Several studies report on the optimal cut-off values for HbA1c; however, it is challenging to compare the values between studies due to methodological inconsistencies, including sampling procedures: nondiabetes, diabetes, or both; the conditions under which the fundus photographs are taken; and diagnostic criteria for diabetic retinopathy [8, 10–12, 14–23]. Nevertheless, three studies have examined the cut-off values of HbA1c using the same criteria for participants and diagnostic methods for fundus images, that is, both nondiabetes and diabetes patients and the international clinical disease severity scale for retinopathy used in our study. One study involving 3,403 Chinese patients found that the optimal cut-off value of HbA1c to detect diabetic retinopathy was 6.6%, and for those with moderate or severe retinopathy, it was 6.9% [8]. Another study examining 2,551 Chinese patients reported that the prevalence of diabetic retinopathy significantly increased in patients with HbA1c levels of 6.4% or higher [22]. A study of 3,010 Iranian patients reported that the optimal cut-off point of HbA1c was 6.2% [10]. Our study revealed that the odds ratio of retinopathy significantly increased when the HbA1c level exceeded 6.8%, which is slightly higher than the values reported by the other studies.

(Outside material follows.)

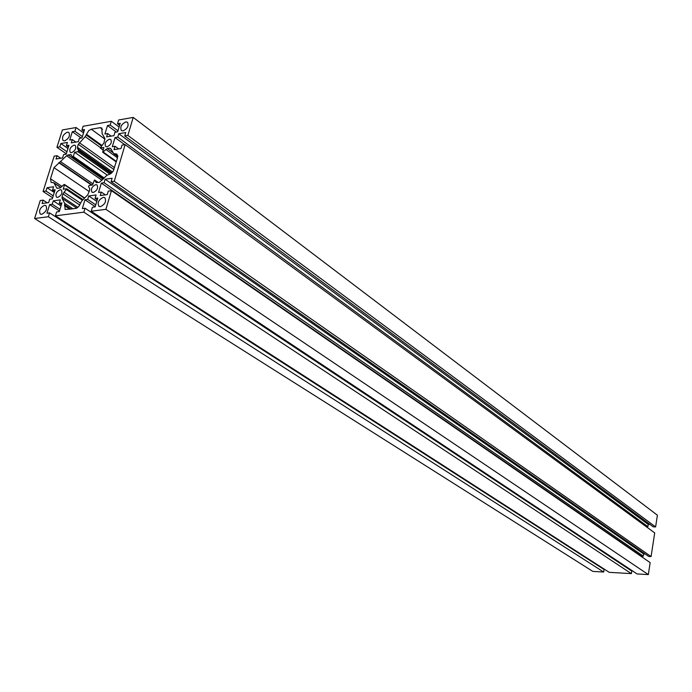 <?xml version="1.0" encoding="UTF-8"?>
<svg xmlns="http://www.w3.org/2000/svg" width="692" height="692" viewBox="0 0 692 692"><rect width="100%" height="100%" fill="white"/><g stroke="black" fill="none" stroke-linecap="round" stroke-linejoin="round"><path stroke-width="1.04" d="M100.461 206.657L98.913 206.346C97.174 202.704 98.619 199.694 103.255 197.324L104.829 197.644C106.559 201.303 105.097 204.304 100.461 206.657M64.615 140.883L63.119 140.606C61.649 137.275 63.059 134.456 67.34 132.155L68.871 132.431C70.325 135.77 68.906 138.59 64.615 140.883M125.78 121.904C121.325 124.223 119.863 127.112 121.394 130.572L123.098 130.9C127.553 128.6 129.023 125.71 127.51 122.242L125.78 121.904M109.379 139.196C105.591 141.177 104.354 143.633 105.677 146.583L107.07 146.851C110.858 144.887 112.095 142.431 110.781 139.473L109.379 139.196M71.596 152.647L70.307 152.404C69.027 149.524 70.229 147.102 73.923 145.13L75.229 145.372C76.509 148.261 75.298 150.692 71.596 152.647M44.496 205.29C40.058 207.643 38.657 210.567 40.309 214.07L41.676 214.33C46.122 211.994 47.523 209.062 45.888 205.55L44.496 205.29M60.109 189.738C56.329 191.727 55.126 194.21 56.519 197.185L57.73 197.41C61.51 195.429 62.712 192.947 61.346 189.971L60.109 189.738M93.316 192.471L92.001 192.212C90.574 189.167 91.802 186.641 95.678 184.643L97.01 184.902C98.428 187.956 97.191 190.473 93.316 192.471M64.52 184.902L63.898 184.617L59.944 188.034L56.926 188.233L53.838 182.749L51.113 182.429L50.499 178.752L53.967 167.663L66.614 155.752L68.041 154.904L71.086 154.679L72.513 157.058L73.309 156.47L74.615 152.257L77.928 151.721L78.525 150.718L77.4 147.249L78.308 144.325L85.168 136.627L88.775 130.554L91.266 129.214L100.115 127.665L101.75 127.968L102.148 133.72L104.847 138.374L103.999 142.837L100.262 148.001L103.878 147.482L102.658 152.214L107.277 148.538L109.673 148.149L110.755 148.598L113.782 153.676L116.887 154.065L117.536 157.724L113.159 171.244L110.798 173.649L106.949 175.292L99.389 182.351L96.197 182.541L94.475 179.998L92.538 184.98L89.121 185.473L88.507 186.494L89.649 188.596L89.683 190.144L87.746 194.885L81.708 201.035L78.793 206.484L76.293 208.37L65.117 209.477L64.641 203.336L62.098 198.422L62.072 196.891L62.998 193.89L66.709 188.743L63.197 189.184L64.52 184.902L84.433 198.258M83.844 212.176L55.429 215.826L609.245 572.345L631.372 573.616L83.844 212.176L85.038 208.223L82.331 208.577L84.986 199.798L87.694 199.434L88.74 195.974L96.093 194.962L95.055 198.44L97.797 198.068L95.141 206.908L92.399 207.263L91.206 211.224L637.055 573.945L648.335 574.594L650.16 562.631L111.438 190.681L108.289 191.113L107.251 194.608L100.254 195.559L101.3 192.082L105.366 194.859M91.206 211.224L105.885 209.339L648.335 574.594M105.885 209.339L111.438 190.681M101.3 192.082L98.558 192.463L101.361 183.112L641.207 556.083L643.318 556.195L643.664 553.963L645.203 554.033M101.361 183.112L104.103 182.714L643.318 556.195M104.103 182.714L105.141 179.263L643.664 553.963M105.141 179.263L112.121 178.242L111.092 181.719L648.681 556.454L651.086 556.576L654.701 532.901L125.131 144.611L114.232 181.261L651.086 556.576M111.092 181.719L114.232 181.261M83.966 131.471L81.941 130.01L83.092 126.281L111.325 121.282L110.184 125.062L107.485 125.537L104.924 133.997L107.623 133.539L106.603 136.895L113.929 135.658L114.941 132.293L117.666 131.826L120.218 123.306L117.502 123.781L118.635 119.984L133.21 117.406L127.864 135.407L124.733 135.935L125.745 132.535L118.782 133.72L117.77 137.102L115.036 137.561L112.294 146.704L115.028 146.254L114.007 149.654L120.979 148.538L121.991 145.121L125.131 144.611M115.028 146.254L118.678 148.901M115.036 137.561L124.742 144.671M117.77 137.102L647.876 526.638L646.077 526.577M118.782 133.72L648.222 524.441L647.876 526.638M650.065 524.51L648.222 524.441M124.733 135.935L653.213 526.837L655.609 526.923L127.864 135.407M133.21 117.406L657.4 515.211L655.609 526.923M117.502 123.781L119.604 125.356M107.623 133.539L111.153 136.125M107.485 125.537L116.325 132.06M110.184 125.062L117.969 130.823M111.325 121.282L119.093 127.06M81.941 130.01L84.562 129.551L81.985 137.916L79.364 138.365L78.343 141.67L71.302 142.863L72.323 139.568L75.886 142.085M72.323 139.568L69.736 140.009L72.323 131.696L81.224 138.045M72.323 131.696L74.909 131.238L82.391 136.592M74.909 131.238L76.068 127.527L83.533 132.89M76.068 127.527L62.384 129.949L56.943 147.301L66.302 153.806M56.943 147.301L59.841 146.816L66.942 151.756M59.841 146.816L60.87 143.538L67.954 148.486M60.87 143.538L67.392 142.431L66.363 145.718L68.378 147.128M66.363 145.718L68.949 145.285L66.172 154.212L63.586 154.636L62.557 157.949L56.026 158.996L57.064 155.7L60.749 158.234M57.064 155.7L54.158 156.167L43.077 191.476L52.635 197.748M55.429 215.826L56.632 211.942L59.261 211.596L61.934 202.92L59.304 203.284L60.36 199.876L53.293 200.844L52.237 204.235L49.634 204.59L46.952 213.205L49.556 212.868L48.353 216.734L34.6 218.508L40.24 200.542L43.146 200.135L42.091 203.509L48.639 202.618L49.694 199.235L52.289 198.872L55.126 189.746L52.531 190.118L53.578 186.762L47.039 187.714L45.992 191.061L53.232 195.827M45.992 191.061L43.077 191.476M47.039 187.714L54.27 192.488M52.531 190.118L54.581 191.485M43.146 200.135L47.255 202.808M34.6 218.508L592.836 571.402L603.692 572.033L48.353 216.734M49.556 212.868L604.099 569.525L603.692 572.033M602.299 567.881L602.23 568.322M49.634 204.59L59.46 210.965M52.237 204.235L59.979 209.269M53.293 200.844L61.017 205.896M59.304 203.284L61.406 204.65M631.372 573.616L631.77 571.082L85.038 208.223M629.85 569.81L629.945 569.222M84.986 199.798L95.219 206.657M87.694 199.434L95.755 204.849M88.74 195.974L96.794 201.407M95.055 198.44L97.235 199.91M74.615 152.257L107.191 175.067M64.434 205.654L70.013 209.304M64.667 204.884L71.181 209.157M64.641 203.336L73.11 208.898M62.098 198.422L76.812 208.128M62.072 196.891L77.928 207.358M62.998 193.89L79.796 205.04M64.01 192.22L80.54 203.214M66.536 189.625L82.46 200.273M66.813 188.899L82.988 199.728M56.623 187.887L57.367 188.38M54.132 183.086L60.913 187.61M50.499 178.752L62.072 186.485M53.967 167.663L89.242 191.589M58.785 162.698L91.552 185.119M59.356 162.603L92.131 185.041M60.784 161.764L92.901 183.795M66.614 155.752L102.035 180.309M68.041 154.904L103.073 179.245M70.333 154.532L71.587 155.415M72.608 157.093L103.636 178.674M73.309 156.47L104.276 178.026M77.928 151.721L109.846 174.133M78.525 150.718L110.971 173.536M77.435 148.728L111.758 172.905M77.4 147.249L112.571 172.048M78.308 144.325L113.99 169.583M79.303 142.673L114.561 167.698M85.168 136.627L100.228 147.431M86.163 134.975L101.525 146.021M86.396 134.231L102.035 145.493M91.266 129.214L105.011 139.196M100.115 127.665L102.546 129.439M100.461 148.036L103.125 149.948M103.229 152.032L116.42 161.47M105.798 149.403L117.51 157.819M107.277 148.538L113.177 152.794M109.673 148.149L111.083 149.169M114.612 153.832L117.778 156.115M115.227 153.736L117.726 155.544M95.903 182.212L96.612 182.697M94.752 180.119L98.229 182.515M66.709 188.743L83.04 199.677M64.442 184.444L84.666 198.016M53.838 182.749L61.008 187.532M72.513 157.058L103.618 178.692M100.262 148.001L103.099 150.034M102.658 152.214L116.273 161.945M113.782 153.676L117.761 156.539M94.674 180.032L98.264 182.515"/></g></svg>

This study has several strengths and limitations. One of its strengths is the sample size which was sufficiently large (2,921 subjects). Second, to avoid the bias in diagnosis, we used two independent ophthalmologists who specialized in retinal disease and had no prior knowledge of the participants’ FPG or HbA1c levels. The limitations of this study include the use of single-field retinal photography for measuring retinopathy; however, a comparison of 7-fold standard stereoscopic fundus photographs, single-field standard stereoscopic fundus photographs, and single-field nonmydriatic retinal photography showed perfect agreement in identifying people with and without diabetic retinopathy and moderate agreement for retinopathy grading [24]. In addition, because of its cross-sectional design, changes or incidence of retinopathy were not monitored. It was not possible to examine the different degrees of retinopathy due to the size of the study; however, in the future, we would like to accumulate enough data for a longitudinal study, analyzing the different degrees of retinopathy.

5. Conclusions

We clarified that the higher the level of HbA1c, the higher the prevalence of retinopathy, and there was no clear threshold. We compared the ability to detect retinopathy between FPG and HbA1c using ROC curves: the detection ability was almost the same, suggesting that it is possible to detect the risk of retinopathy using HbA1c only. In order to prevent retinopathy, it is clear that HbA1c should remain at a low level, within a range of not causing hypoglycemia. Further prospective studies are needed to assess the impact of HbA1c levels on the incidence of diabetic retinopathy.

Conflicts of Interest

The authors declare that there are no conflicts of interest.